Authors:
Michael Kölle
;
Alessandro Giovagnoli
;
Jonas Stein
;
Maximilian Mansky
;
Julian Hager
and
Claudia Linnhoff-Popien
Affiliation:
Institute of Informatics, LMU Munich, Oettingenstraße 67, Munich, Germany
Keyword(s):
Variational Quantum Circuits, Variational Classifier, Weight Re-Mapping.
Abstract:
In recent years, quantum machine learning has seen a substantial increase in the use of variational quantum
circuits (VQCs). VQCs are inspired by artificial neural networks, which achieve extraordinary performance
in a wide range of AI tasks as massively parameterized function approximators. VQCs have already demonstrated promising results, for example, in generalization and the requirement for fewer parameters to train, by
utilizing the more robust algorithmic toolbox available in quantum computing.

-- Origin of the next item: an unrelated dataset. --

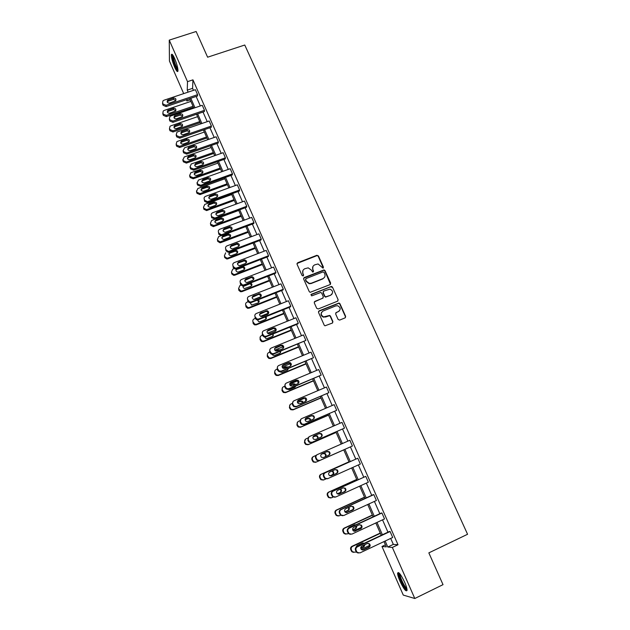 <?xml version="1.0" encoding="UTF-8"?>
<svg xmlns="http://www.w3.org/2000/svg" width="630" height="630" viewBox="0 0 630 630"><rect width="100%" height="100%" fill="white"/><g stroke="black" fill="none" stroke-linecap="round" stroke-linejoin="round"><path stroke-width="0.94" d="M323.032 268.144L323.442 267.112L318.402 255.922L316.866 255.292L297.651 262.757L297.045 264.238L302.069 275.499L303.156 275.948L303.573 274.908L302.92 273.452C302.211 271.309 302.849 269.734 304.841 268.711L308.22 267.852L311.385 270.128L312.716 272.089L313.535 271.002L312.882 269.545C312.165 267.411 312.803 265.836 314.779 264.828L318.071 263.962L323.032 268.144M323.3 267.963L318.221 256.268L317.173 255.552L296.99 263.49M303.455 275.735L302.92 273.452M313.401 271.845L312.882 269.545M399.971 581.183C398.341 577.379 397.561 574.686 397.625 573.095C398.601 571.489 400.956 574.56 404.688 582.309C406.326 586.128 407.114 588.837 407.051 590.428C406.027 591.98 403.665 588.9 399.971 581.183M174.66 67.205C172.415 61.724 171.321 57.582 171.384 54.763C171.793 53.424 172.888 54.692 174.675 58.582C176.935 64.103 178.03 68.253 177.959 71.048C177.542 72.379 176.439 71.096 174.66 67.205M338.113 319.441L339.664 320.087L345.067 317.882L345.649 316.37L339.94 303.699L339.074 303.006L319.095 310.85L318.496 312.362L324.19 325.119L324.962 325.805L332.317 323.088L332.908 321.568L330.466 316.11L329.648 315.425L323.639 316.906C320.678 315.094 320.489 313.134 323.08 311.023L335.782 305.889L337.633 305.739C340.72 307.471 340.964 309.44 338.365 311.63L336.255 312.488L335.664 314L338.113 319.441M183.7 93.61L169.446 61.055L169.249 40.123L196.143 31.5L207.616 57.204L244.763 45.021L467.57 534.272L428.841 552.872L443.024 584.648L414.8 598.5L403.271 595.09L381.985 546.478L386.3 546.879L383.977 541.587M169.249 40.123L187.512 81.648L187.252 90.137L188.126 92.13M390.702 538.422L393.333 544.391L398.002 544.753L192.945 79.845L187.512 81.648M398.002 544.753L392.34 547.438L414.8 598.5M330.073 284.602L330.663 283.122L325.025 270.624L324.041 269.908L304.243 277.554L303.644 279.035L309.259 291.627L310.149 292.328L330.073 284.602M332.459 287.107L338.129 299.691L337.546 301.187L318.252 308.96L316.701 308.322L314.275 302.888L314.874 301.384L322.717 298.242L323.308 296.738L321.702 293.155L320.804 292.454L311.992 295.769L311.519 295.809L311.322 294.273L331.53 286.398L332.459 287.107L338.129 299.691M385.41 544.856L381.985 546.478M190.221 99.855L186.921 100.965L186.386 99.745M385.158 541.036L387.781 547.013L392.34 547.438M190.811 98.249L194.985 107.761M197.67 113.865L201.891 123.496M204.569 129.583L208.845 139.332M211.515 145.412L215.846 155.271M218.508 161.343L222.886 171.321M225.54 177.376L229.982 187.48M232.627 193.52L237.116 203.75M239.762 209.774L244.306 220.122M246.944 226.131L251.543 236.612M254.173 242.605L258.828 253.213M261.45 259.19L266.167 269.923M268.782 275.885L273.554 286.752M276.161 292.698L280.988 303.699M283.587 309.621L288.477 320.757M291.068 326.663L296.013 337.932M298.604 343.822L303.605 355.233M306.188 361.108L311.252 372.653M313.819 378.504L318.953 390.19M321.513 396.026L326.702 407.854M329.254 413.666L334.514 425.644M337.058 431.44L342.373 443.551M344.909 449.332L350.272 461.562M352.839 467.405L358.226 479.666M360.832 485.612L366.227 497.905M368.881 503.953L374.291 516.269M376.992 522.428L382.402 534.768M186.968 99.548L186.921 100.965M381.229 535.319L375.819 522.979M373.11 516.813L367.707 504.496M365.053 498.44L359.659 486.147M357.052 480.194L351.674 467.933M349.107 462.081L343.736 449.844M341.208 444.071L335.885 431.944M333.341 426.148L328.088 414.17M325.537 408.358L320.347 396.522M317.788 390.687L312.661 378.992M310.094 373.141L305.022 361.589M302.447 355.714L297.439 344.303M294.856 338.404L289.91 327.135M287.319 321.221L282.437 310.086M279.83 304.156L275.003 293.147M272.396 287.209L267.632 276.334M265.017 270.372L260.3 259.631M257.678 253.654L253.024 243.038M250.393 237.045L245.794 226.564M243.164 220.555L238.62 210.192M235.974 204.167L231.486 193.938M228.84 187.897L224.406 177.786M221.744 171.73L217.366 161.745M214.704 155.673L210.373 145.806M207.711 139.726L203.435 129.977M200.757 123.882L196.536 114.251M193.851 108.147L189.685 98.634M393.333 544.391L387.781 547.013M192.945 79.845L192.583 88.35L193.457 90.342M196.15 96.453L200.324 105.942M203.01 112.046L207.239 121.653M209.916 127.732L214.2 137.458M216.87 143.53L221.209 153.381M223.87 159.429L228.257 169.399M230.919 175.439L235.36 185.527M238.014 191.559L242.503 201.765M245.157 207.782L249.7 218.114M252.339 224.107L256.945 234.573M259.584 240.55L264.238 251.142M266.868 257.103L271.585 267.829M274.207 273.774L278.98 284.618M281.594 290.556L286.422 301.534M289.028 307.448L293.919 318.559M296.517 324.458L301.471 335.711M304.054 341.586L309.07 352.973M311.645 358.832L316.725 370.361M319.292 376.204L324.426 387.867M326.994 393.687L332.191 405.499M334.743 411.303L340.003 423.25M342.547 429.038L347.878 441.126M350.414 446.89L355.785 459.097M358.352 464.932L363.738 477.17M366.353 483.108L371.755 495.369M374.409 501.417L379.819 513.702M382.528 519.852L387.946 532.161M192.583 88.35L187.252 90.137M358.297 553.061L356.604 552.36L355.493 550.297C355.005 548.769 355.414 547.612 356.722 546.824L389.364 531.499L390.08 531.507L392.703 537.469L359.95 552.919L357.218 552.439L356.1 550.376C355.611 548.848 356.021 547.683 357.336 546.887L390.08 531.507M350.422 534.342L348.548 533.673L347.406 531.594C346.917 530.082 347.335 528.94 348.642 528.16L381.237 513.048L381.922 513.001L384.528 518.915L351.816 534.145L349.13 533.697L347.988 531.61C347.5 530.098 347.91 528.948 349.225 528.16L381.922 513.001M342.633 515.726L340.546 515.135L339.381 513.033C338.901 511.536 339.31 510.394 340.617 509.623L373.165 494.723L373.818 494.621L376.409 500.496L343.752 515.513L341.106 515.088L339.932 512.985C339.444 511.481 339.861 510.339 341.176 509.568L373.818 494.621M334.916 497.22L332.608 496.724L331.411 494.605C330.931 493.109 331.349 491.991 332.656 491.227L365.778 476.367L368.353 482.202L335.735 497.007L333.136 496.621L331.931 494.495C331.451 492.999 331.868 491.873 333.183 491.109L365.778 476.367M327.261 478.8L324.733 478.446L323.497 476.304C323.025 474.823 323.434 473.705 324.741 472.957L357.793 458.246L360.344 464.042L327.781 478.642L325.238 478.28L323.993 476.13C323.513 474.65 323.93 473.532 325.245 472.776L357.793 458.246M349.863 440.252L352.398 446.009L319.882 460.396L317.394 460.081L316.11 457.908C315.638 456.435 316.055 455.325 317.363 454.577L349.863 440.252M317.134 454.695L316.89 454.821C315.583 455.561 315.173 456.663 315.638 458.128L316.921 460.302L319.402 460.617L352.398 446.009M341.988 422.384L344.508 428.101L312.039 442.291L309.613 442.008L308.283 439.803C307.81 438.346 308.227 437.244 309.535 436.511L341.988 422.384M308.944 436.873L307.842 440.087L308.338 441.244L309.165 442.284L311.59 442.567L344.508 428.101M334.176 404.641L336.672 410.319L304.251 424.305L301.896 424.069L300.502 421.832C300.037 420.383 300.463 419.297 301.77 418.572L334.176 404.641M300.959 419.139L300.093 422.179L300.589 423.321L301.479 424.399L303.825 424.644L336.672 410.319M326.411 387.025L328.892 392.663L296.517 406.452L294.234 406.255L292.785 403.988C292.328 402.546 292.745 401.467 294.052 400.751L326.411 387.025M293.068 401.53L292.399 404.389L292.895 405.523L293.848 406.641L296.124 406.838L328.892 392.663M318.701 369.534L321.166 375.126L288.839 388.718L286.642 388.568L285.122 386.269C284.666 384.835 285.091 383.772 286.39 383.064L318.701 369.534M285.256 384.048L284.76 386.725L285.248 387.852L286.28 389.017L288.469 389.167L321.166 375.126M311.047 352.162L313.488 357.714L281.216 371.117L279.114 371.007L277.515 368.668C277.058 367.251 277.483 366.195 278.783 365.495L311.047 352.162M277.539 366.676L277.176 369.18L277.665 370.306L278.775 371.511L280.87 371.613L313.488 357.714M303.44 334.908L305.873 340.42L273.641 353.627L271.648 353.572L269.955 351.201C269.506 349.792 269.931 348.744 271.231 348.051L303.44 334.908M269.9 349.414L269.648 351.76L270.128 352.879L271.341 354.131L273.325 354.186L305.873 340.42M295.887 317.772L298.305 323.245L266.128 336.27L264.253 336.255L262.45 333.845C262.001 332.451 262.426 331.411 263.726 330.726L295.887 317.772M262.34 332.262L262.647 335.57L263.962 336.869L265.829 336.877L297.911 323.899L298.305 323.245M288.39 300.754L290.792 306.196L258.662 319.024L256.922 319.056L254.993 316.614C254.552 315.228 254.985 314.197 256.276 313.527L288.39 300.754M254.993 316.614L255.213 318.386L256.662 319.725L258.387 319.693L290.422 306.897L290.792 306.196M280.941 283.854L283.327 289.257L251.244 301.904L249.661 301.983L247.59 299.502C247.157 298.124 247.582 297.1 248.882 296.439L280.941 283.854M247.59 299.502L247.834 301.313L249.425 302.691L251 302.62L282.98 290.005L283.327 289.257M273.546 267.065L275.909 272.436L243.881 284.902L242.471 285.012L240.243 282.508C239.809 281.137 240.235 280.13 241.526 279.476L273.546 267.065M240.243 282.508L240.502 284.366L242.259 285.776L243.66 285.666L275.593 273.231L275.909 272.436M266.199 250.393L268.545 255.725L236.565 268.01L235.352 268.152L233.407 266.703L232.942 265.632C232.509 264.269 232.942 263.269 234.234 262.623L266.199 250.393M232.942 265.632L233.218 267.53L235.155 268.971L236.368 268.829L268.254 256.575L268.545 255.725M258.899 233.832L261.237 239.132L229.304 251.236L228.304 251.394L226.154 249.937L225.69 248.866C225.264 247.519 225.698 246.519 226.981 245.889L258.899 233.832M225.69 248.866L225.989 250.811L228.131 252.26L229.131 252.102L260.962 240.03L261.237 239.132M251.654 217.389L253.969 222.65L222.091 234.581L221.319 234.73L218.949 233.281L218.492 232.218C218.067 230.879 218.5 229.895 219.783 229.265L251.654 217.389M218.492 232.218L218.807 234.202L221.169 235.651L221.933 235.494L253.725 223.595L253.969 222.65M244.456 201.049L246.755 206.278L214.924 218.035L211.798 216.736L211.341 215.68C210.916 214.35 211.349 213.373 212.633 212.751L244.456 201.049M211.341 215.68L211.68 217.704L214.798 218.996L246.535 207.27L246.755 206.278M237.305 184.826L239.589 190.008L207.53 201.679L204.687 200.301L204.238 199.253C203.821 197.93 204.254 196.97 205.537 196.355L237.305 184.826M204.238 199.253L204.593 201.324L207.427 202.695L239.384 191.055L239.589 190.008M230.202 168.706L232.47 173.856L200.71 185.283L197.631 183.984L197.174 182.944L198.434 180.085L230.202 168.706M197.04 182.495L197.552 185.047L200.623 186.346L232.289 174.943L232.47 173.856M223.146 152.688L225.398 157.815L193.717 169.06L190.614 167.769L190.165 166.737L191.197 164.005L223.146 152.688M190.047 166.375L190.567 168.887L193.654 170.171L225.241 158.949L225.398 157.815M216.137 136.789L218.374 141.876L186.74 152.956L183.653 151.672L183.204 150.641L184.519 147.822L216.137 136.789M183.109 150.349L183.621 152.83L186.701 154.114L218.24 143.049L218.374 141.876M209.176 120.984L211.397 126.039L179.81 136.962L176.731 135.671L176.29 134.655L176.928 132.221L177.605 131.851L209.176 120.984M176.211 134.434L176.723 136.875L179.794 138.159L211.286 127.26L211.397 126.039M202.254 105.289L204.466 110.313L172.935 121.07L169.864 119.787L169.423 118.771L169.895 116.495L170.738 115.999L202.254 105.289M169.36 118.613L169.872 121.031L172.935 122.314L204.372 111.573L204.466 110.313M195.387 89.696L197.584 94.681L166.099 105.281L163.036 104.005L162.595 102.997L162.942 100.879L163.91 100.249L195.387 89.696M162.564 102.895L163.068 105.297L166.123 106.572L197.513 95.996L197.584 94.681M312.882 266.592L312.708 269.868M302.896 270.569L302.762 273.774M330.482 284.327L324.836 270.947L323.851 270.231L303.597 278.232M324.064 272.373L322.985 271.924L306.093 278.578L305.676 279.618L306.361 281.161L309.322 283.421L311.315 283.209L322.867 278.641C324.844 277.617 325.474 276.034 324.749 273.9L324.064 272.373M305.629 279.098L305.676 279.618M324.481 277.357L322.678 278.956L311.141 283.524L309.149 283.728L306.196 281.468L305.503 279.933M337.908 300.951L337.924 299.974M323.127 297.951L314.26 301.975M332.254 287.406L330.711 286.768L310.866 294.753M330.821 294.99C333.451 292.73 333.16 290.769 329.939 289.115L323.796 291.06L323.198 292.556L324.804 296.139L325.686 296.84L330.624 295.289L332.057 294.06M323.19 291.651L323.198 292.556M330.624 295.289L325.497 297.132L324.615 296.431L323.009 292.856M339.499 310.826L335.695 312.992M321.647 312.236C320.497 314.441 321.103 316.095 323.45 317.173L325.655 316.788M332.664 322.859L332.703 321.828L330.27 316.378L329.451 315.693L325.466 317.055M345.39 317.685L345.429 316.638L339.727 303.983L338.861 303.29L318.504 311.409M193.04 106.297L166.281 115.369L163.296 114.124L162.871 113.132L163.202 111.061L164.154 110.439L190.898 101.406M193.512 107.36L166.304 116.597L163.327 115.353L162.823 113.022M175.857 110.557L173.478 109.549L168.391 111.274L167.359 112.203M169.738 113.179L175.542 111.014C176.337 109.195 175.652 108.289 173.478 108.305L167.635 110.51C166.895 112.321 167.596 113.219 169.738 113.179M169.635 103.052C167.438 103.084 166.722 102.17 167.478 100.32L173.47 98.075C175.691 98.059 176.4 98.989 175.581 100.847L169.635 103.052M167.21 102.068L168.257 101.131L173.47 99.382L175.896 100.398M199.757 121.598L172.959 130.812L169.958 129.56L169.533 128.567L169.99 126.339L170.809 125.85L197.599 116.684M200.206 122.622L172.959 131.993L169.966 130.749L169.462 128.394M182.542 125.937L180.133 124.874L175.038 126.622L174.006 127.567M176.416 128.599L182.117 126.504C183.07 124.645 182.416 123.701 180.156 123.677L174.408 125.803C173.51 127.662 174.171 128.591 176.416 128.599M206.514 137.009L179.668 146.349L176.668 145.097L176.235 144.097L176.849 141.719L177.51 141.356L204.341 132.056M206.947 137.986L179.652 147.491L176.66 146.247L176.148 143.868M189.268 141.419L186.834 140.301L181.731 142.081L180.7 143.026M183.133 144.112L188.724 142.089C189.851 140.206 189.236 139.222 186.874 139.143L181.243 141.191C180.164 143.081 180.794 144.057 183.133 144.112M176.479 118.81C174.179 118.802 173.494 117.849 174.415 115.952L180.306 113.786C182.629 113.817 183.298 114.786 182.322 116.684L176.479 118.81M174.014 117.771L175.061 116.826L180.29 115.054L182.747 116.117M183.362 134.678C180.968 134.615 180.314 133.623 181.424 131.694L187.189 129.607C189.614 129.685 190.244 130.694 189.087 132.615L183.362 134.678M180.873 133.576L181.92 132.631L187.149 130.827L189.638 131.953M177.991 70.174C176.321 68.804 174.668 65.032 173.029 58.866L172.888 55.196M173.407 56.023L173.738 58.968C174.935 63.685 176.321 67.087 177.896 69.174M172.273 54.448L172.659 58.306C174.234 64.417 175.998 68.678 177.951 71.08M407.012 589.397C405.539 590.412 398.947 577.584 399.121 574.111L399.381 573.276M400.003 574.001L399.971 574.379C399.829 577.222 404.877 587.593 406.83 588.444M398.562 572.56L398.522 573.056C398.357 576.6 404.625 589.491 407.043 590.507M213.318 152.515L186.433 161.989L183.417 160.737L182.983 159.729L184.259 156.964L211.129 147.53M213.727 153.444L186.393 163.091L183.385 161.839L182.881 159.429M196.04 157.012L193.575 155.831L188.464 157.626L187.433 158.579M189.898 159.729L195.347 157.768C196.67 155.87 196.103 154.854 193.638 154.712L188.142 156.689C186.866 158.595 187.449 159.611 189.898 159.729M190.291 150.649C187.787 150.523 187.189 149.483 188.488 147.538L194.119 145.53C196.647 145.672 197.237 146.719 195.883 148.656L190.291 150.649M187.772 149.483L188.819 148.53L194.056 146.703L196.576 147.893M220.161 168.115L193.237 177.739L190.213 176.479L189.772 175.463L190.78 172.793L217.964 163.107M220.555 169.005L193.174 178.794L190.165 177.534L189.654 175.093M202.852 172.707L200.364 171.462L195.04 173.368L194.213 174.234M196.702 175.447L202.002 173.549C203.537 171.651 203.01 170.596 200.442 170.383L195.103 172.297C193.615 174.203 194.15 175.258 196.702 175.447M197.269 166.73C194.654 166.525 194.103 165.454 195.631 163.509L201.096 161.556C203.734 161.776 204.27 162.855 202.702 164.792L197.269 166.73M194.725 165.501L195.56 164.627L201.017 162.682L203.561 163.942M227.052 183.826L200.056 193.599L197.048 192.323L196.615 191.307L197.836 188.512L224.839 178.778M227.422 184.669L199.978 194.607L196.985 193.339L196.473 190.858M209.703 188.504L207.191 187.189L202.033 189.047L201.041 189.984M203.561 191.268L208.703 189.41C210.436 187.527 209.963 186.448 207.294 186.157L202.12 188.023C200.419 189.906 200.891 190.984 203.545 191.276L203.561 191.268M204.293 182.913L204.285 182.913C201.561 182.621 201.072 181.511 202.821 179.589L208.12 177.691C210.861 177.991 211.341 179.101 209.57 181.015L204.293 182.913M201.718 181.613L202.734 180.668L208.018 178.77L210.585 180.109M202.821 179.589L202.734 180.668L202.852 179.581M233.99 199.639L206.711 209.617L203.939 208.278L203.498 207.246L204.766 204.411L231.761 194.56M234.336 200.435L206.608 210.585L203.844 209.247L203.498 207.246M216.602 204.411L214.224 202.97L208.932 204.9L207.916 205.837M210.452 207.199L215.61 205.309C217.334 203.522 216.909 202.411 214.342 201.986L209.034 203.923C207.309 205.679 207.711 206.798 210.255 207.254L210.452 207.199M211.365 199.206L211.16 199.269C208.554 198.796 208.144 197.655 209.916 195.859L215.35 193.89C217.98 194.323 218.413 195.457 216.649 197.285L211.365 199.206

A VQCs’ trainable parameters
or weights are usually used as angles in rotational gates and current gradient-based training methods do not
account for that. We introduce weight re-mapping for VQCs, to unambiguously map the weights to an interval
of length 2π, drawing inspiration from traditional ML, where data rescaling, or normalization techniques have
demonstrated tremendous benefits in many circumstances. We employ a set of five functions and evaluate
them on the Iris and Wine
datasets using variational classifiers as an example. Our experiments show that
weight re-mapping can improve convergence in all tested settings. Additionally, we were able to demonstrate
that weight re-mapping increased test accuracy for the Wine dataset by 10% over using unmodified weights.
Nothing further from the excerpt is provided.